▶ _MATERIALS PROVIDED_:
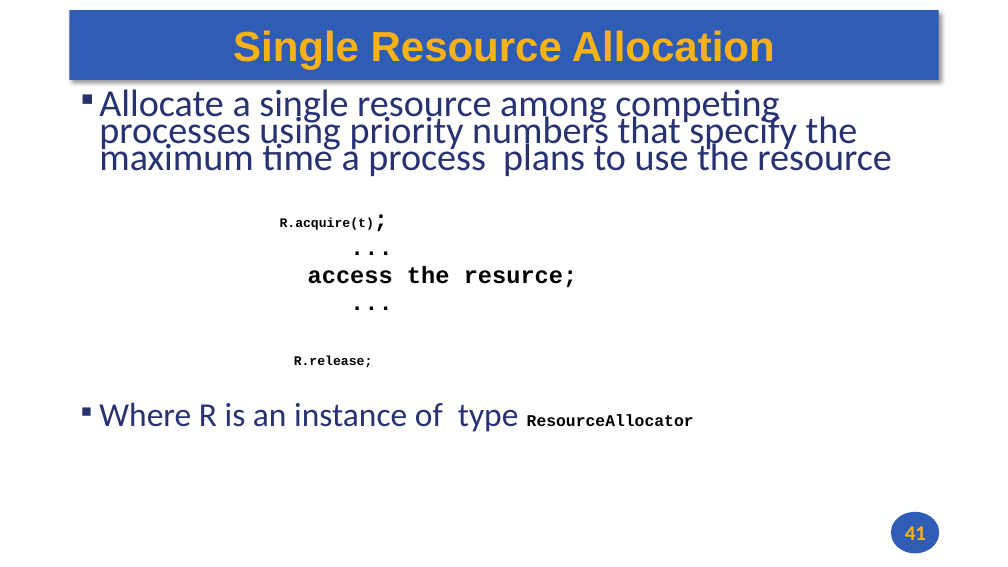
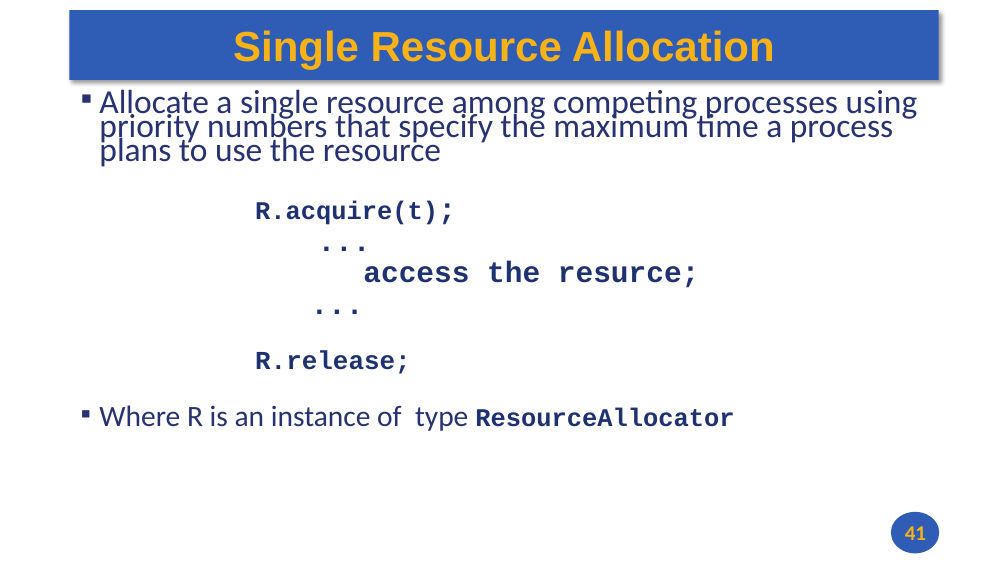
Before and after one commit to andrewt0301/hse-acos-course, a slide deck: slide 41 of docs/part2os/08_IPC/OS_Lecture_08.pptx. Drawn at 1008x567 pixels with LibreOffice and Linux fonts; fonts in the diff are those of the drawing. Boxes give left, top, right and bottom in pixels: in the first picture for what was removed or moved away, otherwise in the second. Text is boxed around its words. In the diff, an @@ line names an element or a change of style, - is before the commit and + after.

```diff
--- a/docs/part2os/08_IPC/OS_Lecture_08.pptx
+++ b/docs/part2os/08_IPC/OS_Lecture_08.pptx
@@ text "Allocate a single resource among ..." at box(99, 89, 918, 431): size 36.2 to 31.9 pt in "Allocate a single resource among competing processes ..."; size 12.5 to 24.2 pt in "R.acquire(t);"; size 22.5 to 28.1 pt in "R.acquire(t);", "...", "access the resurce;", "..."; text colour #000000 to #1E3272 in "R.acquire(t);", "...", "access the resurce;", "..." and 2 more places; size 12.5 to 24.8 pt in "R.release;"; size 31.9 to 28.1 pt in "Where R is an instance of type"; size 15.6 to 24.2 pt in "ResourceAllocator" @@
```
Also in this commit, not shown: 10 other slides changed, 1 other file.

▶ _WHAT YOU NEED TO DO_:
Without including any picture, print all of the entries above exactly.

▶ _YOUR SOLUTION_:
Before and after one commit to andrewt0301/hse-acos-course, a slide deck: slide 41 of docs/part2os/08_IPC/OS_Lecture_08.pptx. Drawn at 1008x567 pixels with LibreOffice and Linux fonts; fonts in the diff are those of the drawing. Boxes give left, top, right and bottom in pixels: in the first picture for what was removed or moved away, otherwise in the second. Text is boxed around its words. In the diff, an @@ line names an element or a change of style, - is before the commit and + after.

```diff
--- a/docs/part2os/08_IPC/OS_Lecture_08.pptx
+++ b/docs/part2os/08_IPC/OS_Lecture_08.pptx
@@ text "Allocate a single resource among ..." at box(99, 89, 918, 431): size 36.2 to 31.9 pt in "Allocate a single resource among competing processes ..."; size 12.5 to 24.2 pt in "R.acquire(t);"; size 22.5 to 28.1 pt in "R.acquire(t);", "...", "access the resurce;", "..."; text colour #000000 to #1E3272 in "R.acquire(t);", "...", "access the resurce;", "..." and 2 more places; size 12.5 to 24.8 pt in "R.release;"; size 31.9 to 28.1 pt in "Where R is an instance of type"; size 15.6 to 24.2 pt in "ResourceAllocator" @@
```
Also in this commit, not shown: 10 other slides changed, 1 other file.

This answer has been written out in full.